Der Kanzler war sauer. Es störe ihn, wenn man während einer Diskussion hinausgehe und eine Veranstaltung schlechtmache. Gemeint war die grüne Abgeordnete Eva Lichtenberger, die an der Inszenierung der "Europarunde" der Regierung zum bevorstehenden EU-Konvent am Donnerstag in der Wiener Hofburg Kritik übte und Schüssel vorhielt, er agiere "wieder einmal als Zeremonienmeister." Die "Europarunde" sei eine Wald-und-Wiesen-Veranstaltung, bei der man "keine einzige konkrete Themenstellung in Sachen EU debattiert" habe.

So ganz hat Frau Lichtenberger nicht Unrecht. Das lag allerdings nicht an den hochkarätigen Teilnehmern der "Europarunde", sondern eher an der Materie. Selbst in jenen Kreisen, die sich professionell mit der Reform der Europäischen Union tagein und tagaus zu beschäftigen haben, hat man noch wenig deutliche Vorstellungen über die endgültige Form der Union.
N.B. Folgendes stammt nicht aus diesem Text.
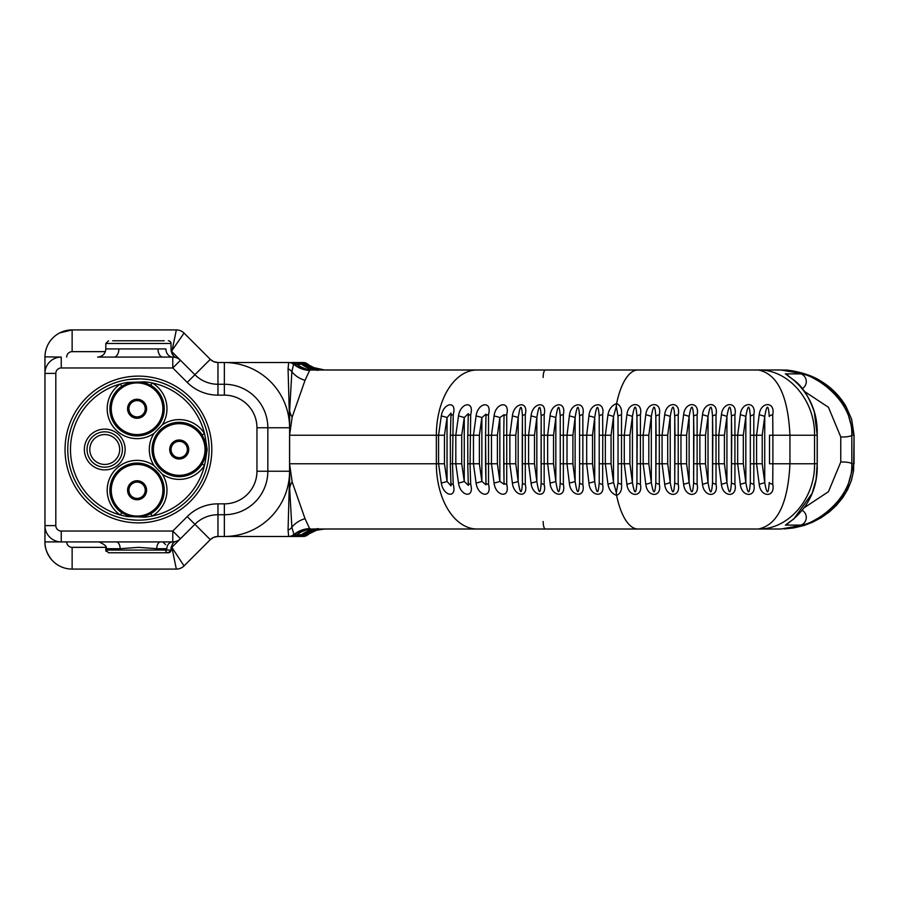 <?xml version="1.0" encoding="UTF-8"?>
<svg xmlns="http://www.w3.org/2000/svg" width="899" height="899" viewBox="0 0 899 899"><rect width="100%" height="100%" fill="white"/><g stroke="black" fill="none" stroke-linecap="round" stroke-linejoin="round"><path stroke-width="1.35" d="M162.258 424.867A29.903 29.903 0 0 0 152.189 382.952L150.818 385.3A27.184 27.184 0 0 1 164.259 408.753A27.184 27.184 0 0 1 124.354 432.767A27.184 27.184 0 0 1 121.803 386.267L128.074 383.109L144.346 382.558L144.885 381.861A67.953 67.953 0 0 1 204.478 433.532A29.903 29.903 0 0 0 162.258 424.867L154.021 433.385A29.903 29.903 0 0 0 154.021 465.615L162.258 474.133A29.903 29.903 0 0 0 204.478 465.468L202.185 464.019A27.184 27.184 0 0 1 161.46 470.087A27.184 27.184 0 0 1 161.46 428.913A27.184 27.184 0 0 1 202.185 434.981L204.478 433.532A67.953 67.953 0 0 1 205.826 440.791L205.141 441.364L206.365 449.5L205.141 457.636L202.185 464.019A27.184 27.184 0 0 1 161.46 470.087A27.184 27.184 0 0 1 161.46 428.913A27.184 27.184 0 0 1 202.185 434.981L205.141 441.364A27.184 27.184 0 0 1 206.388 449.5M205.174 457.524A27.184 27.184 0 0 1 205.141 457.636L205.826 458.209A67.953 67.953 0 0 1 144.885 517.139L144.346 516.442L128.074 515.891L121.803 512.733A27.184 27.184 0 0 1 124.354 466.233A27.184 27.184 0 0 1 164.259 490.247A27.184 27.184 0 0 1 150.818 513.7L152.189 516.048A29.903 29.903 0 0 0 162.258 474.133M205.826 458.209L207.152 449.5L205.826 440.791M128.074 515.891L127.489 516.565A67.953 67.953 0 0 1 120.275 514.981L121.803 512.733M121.803 386.267L120.275 384.019A67.953 67.953 0 0 1 127.489 382.435L128.074 383.109M154.021 465.615A29.903 29.903 0 0 0 112.397 473.38A29.903 29.903 0 0 0 120.275 514.981A67.953 67.953 0 0 1 120.275 384.019A29.903 29.903 0 0 0 112.397 425.62A29.903 29.903 0 0 0 154.021 433.385M125.13 449.5A20.385 20.385 0 0 0 94.552 431.846A20.385 20.385 0 0 0 94.552 467.154A20.385 20.385 0 0 0 125.13 449.5M187.363 449.5A8.158 8.158 0 0 1 175.125 456.557A8.158 8.158 0 0 1 175.125 442.443A8.158 8.158 0 0 1 187.363 449.5M188.711 449.5A9.518 9.518 0 0 0 174.451 441.263A9.518 9.518 0 0 0 174.451 457.737A9.518 9.518 0 0 0 188.711 449.5M205.028 449.5A25.824 25.824 0 0 1 166.293 471.863A25.824 25.824 0 0 1 166.293 427.137A25.824 25.824 0 0 1 205.028 449.5M150.818 513.7L144.346 516.442M127.489 516.565L144.885 517.139M144.346 382.558L150.818 385.3M144.885 381.861L127.489 382.435M145.233 490.247A8.158 8.158 0 0 1 132.996 497.304A8.158 8.158 0 0 1 132.996 483.19A8.158 8.158 0 0 1 145.233 490.247M145.233 408.753A8.158 8.158 0 0 1 132.996 415.81A8.158 8.158 0 0 1 132.996 401.696A8.158 8.158 0 0 1 145.233 408.753M146.582 490.247A9.518 9.518 0 0 0 132.322 482.01A9.518 9.518 0 0 0 132.322 498.484A9.518 9.518 0 0 0 146.582 490.247M162.899 490.247A25.824 25.824 0 0 1 124.163 512.61A25.824 25.824 0 0 1 124.163 467.885A25.824 25.824 0 0 1 162.899 490.247M146.582 408.753A9.518 9.518 0 0 0 132.322 400.516A9.518 9.518 0 0 0 132.322 416.99A9.518 9.518 0 0 0 146.582 408.753M162.899 408.753A25.824 25.824 0 0 1 124.163 431.115A25.824 25.824 0 0 1 124.163 386.39A25.824 25.824 0 0 1 162.899 408.753M116.308 541.917L61.256 541.917L116.308 541.917A6.799 3.81 90 0 1 120.129 548.705L105.812 548.705C107.52 546.997 105.25 544.727 99.025 541.917L172.777 541.917C176.923 541.4 176.923 541.4 172.777 541.917C176.923 541.4 176.923 541.4 172.777 541.917C176.923 541.4 176.923 541.4 172.777 541.917A6.799 5.922 90 0 0 166.854 548.705C172.428 547.873 172.428 547.873 166.854 548.705L156.741 548.705A6.799 3.81 -90 0 1 160.561 541.917L172.777 541.917A10.867 10.867 0 0 0 180.463 538.726L194.914 524.286A32.611 32.611 0 0 1 217.974 514.734L224.345 514.734A43.489 43.489 0 0 0 267.835 471.245L267.835 427.755A43.489 43.489 0 0 0 224.345 384.266L217.974 384.266A32.611 32.611 0 0 1 194.914 374.714L180.463 360.274A10.867 10.867 0 0 0 172.777 357.083L172.765 357.083C177.654 357.802 177.654 357.802 172.777 357.083C177.654 357.802 177.654 357.802 172.777 357.083L162.899 357.083A8.158 4.888 -90 0 1 157.999 348.936L105.812 348.936C105.329 353.88 102.621 356.6 97.665 357.083L113.971 357.083A8.158 4.888 90 0 0 118.859 348.936M176.451 357.723L176.328 357.678C174.069 357.296 172.305 354.757 171.046 350.048L172.159 354.15L173.619 355.982M157.999 348.936L165.91 348.936C172.732 350.183 172.732 350.183 165.91 348.936A8.158 6.866 -90 0 0 172.777 357.083L113.971 357.083M172.687 543.547L171.046 547.963C172.293 543.771 173.878 541.614 175.799 541.49L175.901 541.456M175.777 541.49L174.923 541.715M120.129 548.705L138.435 547.356M138.435 547.345L156.741 548.693M213.411 361.522L210.287 359.342L184.037 333.091A10.867 10.867 0 0 0 176.35 329.911A10.867 10.867 0 0 1 184.037 333.091A10.867 10.867 0 0 0 176.35 329.911L72.134 329.911A27.184 27.184 0 0 0 44.95 357.083L44.95 373.4L55.817 373.4A5.439 5.439 0 0 1 61.256 367.961L61.256 357.083A16.306 16.306 0 0 0 44.95 373.4L44.95 525.6A16.306 16.306 0 0 0 61.256 541.917L61.256 531.039A5.439 5.439 0 0 1 55.817 525.6L44.95 525.6L44.95 541.917A27.184 27.184 0 0 0 72.134 569.089L176.35 569.089A10.867 10.867 0 0 0 184.037 565.909A10.867 10.867 0 0 1 176.35 569.089A10.867 10.867 0 0 0 184.037 565.909L210.287 539.658L213.411 537.478M122.41 449.5A17.665 17.665 0 0 1 95.912 464.805A17.665 17.665 0 0 1 95.912 434.195A17.665 17.665 0 0 1 122.41 449.5M209.107 449.5A70.673 70.673 0 0 1 103.093 510.699A70.673 70.673 0 0 1 103.093 388.301A70.673 70.673 0 0 1 209.107 449.5M144.098 379.063L143.267 378.996M141.087 378.884L139.446 378.839M137.367 378.839L135.918 378.872M146.739 519.678L145.571 519.813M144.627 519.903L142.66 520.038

Die Frage Staatenbund oder Bundesstaat klingt in jeder europapolitischen Grundsatzrede mit. Man weiß nicht so recht, wie eine Union mit 25 oder gar 30 Mitgliedsstaaten in der Praxis funktionieren wird. Die Finanzierung der Erweiterung ist trotz der Berliner Beschlüsse nicht gänzlich geklärt, und erst recht ist offen, wie eine Verfassung für Europa ausschauen könnte.

Diese Vagheit eröffnet naturgemäß ein breites Feld für wunderschön klingende politische Rhetorik. So erntet der Kanzler sicher in breiten Kreisen der Bevölkerung zustimmendes Nicken, wenn er mehr Bürgernähe, eine Vereinfachung der Kompetenzstrukturen, die Reform der Politikinstrumente, die Überprüfung des Institutionengefüges sowie die Neuordnung und Vereinfachung der Verträge vom EU-Konvent verlangt, der in der kommenden Woche seine Arbeit in Brüssel aufnimmt.

Gleichzeitig will er die Interessen der kleinen Mitgliedsstaaten gewahrt wissen. Seiner Ansicht nach sind daher Rat und Kommission zu stärken.

Das alles gleicht der Quadratur des Kreises, die mit Schüssel auch andere europäische Regierungschefs immer wieder versuchen und naturgemäß ebenfalls nicht weiterkommen. Denn Bürgernähe setzt die Parlamentarisierung der Europäischen Union voraus, bedeutet also mehr Rechte für die europäischen Abgeordneten. Diametral entgegengesetzt in der politischen Wirkung ist der von Schüssel artikulierte Wunsch nach einer Stärkung von Kommission und Rat, wo die Nationalstaaten eifersüchtig ihre Macht und Einflussspähren bewachen.

Nicht ohne Grund wird immer wieder vom Treffen der "Reichsfürsten" gesprochen, wenn sich die Regierenden Europas wieder einmal zu einem Gipfel in einer schönen europäischen Stadt versammeln. Hinter verschlossenen Türen wird hier ohne jegliche öffentliche oder gar demokratische Kontrolle wie in einem Bazar gehandelt. Oft mit unabsehbaren Konsequenzen für die Bürgerinnen und Bürger der Unionsstaaten.

Jüngstes Beispiel sind die "Antiterrorgesetze", die auf EU-Ebene geplant werden und die somit jeder Nationalstaat umzusetzen hätte. Alles, was eine Störung des öffentlichen Lebens darstellen oder die Bevölkerung in Unruhe versetzen könnte, würde künftig vor dem Hintergrund einer terroristischen Bedrohung gesehen und dementsprechend bekämpft werden können. Mit allen Möglichkeiten des Eingriffs in die Privatsphäre.

So wie Europa derzeit verfasst ist, widerspricht es dem grundlegenden demokratischen Prinzip, dass alle Gesetzgebung öffentlich sein muss. Die Gewaltenteilung wird nicht eingehalten, da die Minister der Regierungen der Mitgliedsländer die eigentliche Exekutive sind. Aufgabe des Konvents wird es daher sein, Strukturen zu schaffen, in denen die Grundprinzipien der Demokratie abgesichert werden: Gewaltenteilung, Öffentlichkeit der Gesetzgebung, einklagbare Grundrechte.

Gelingt dies nicht, wird die Union zum unerträglichen Geheimbund, der ins Mittelalter und nicht ins 21. Jahrhundert passt.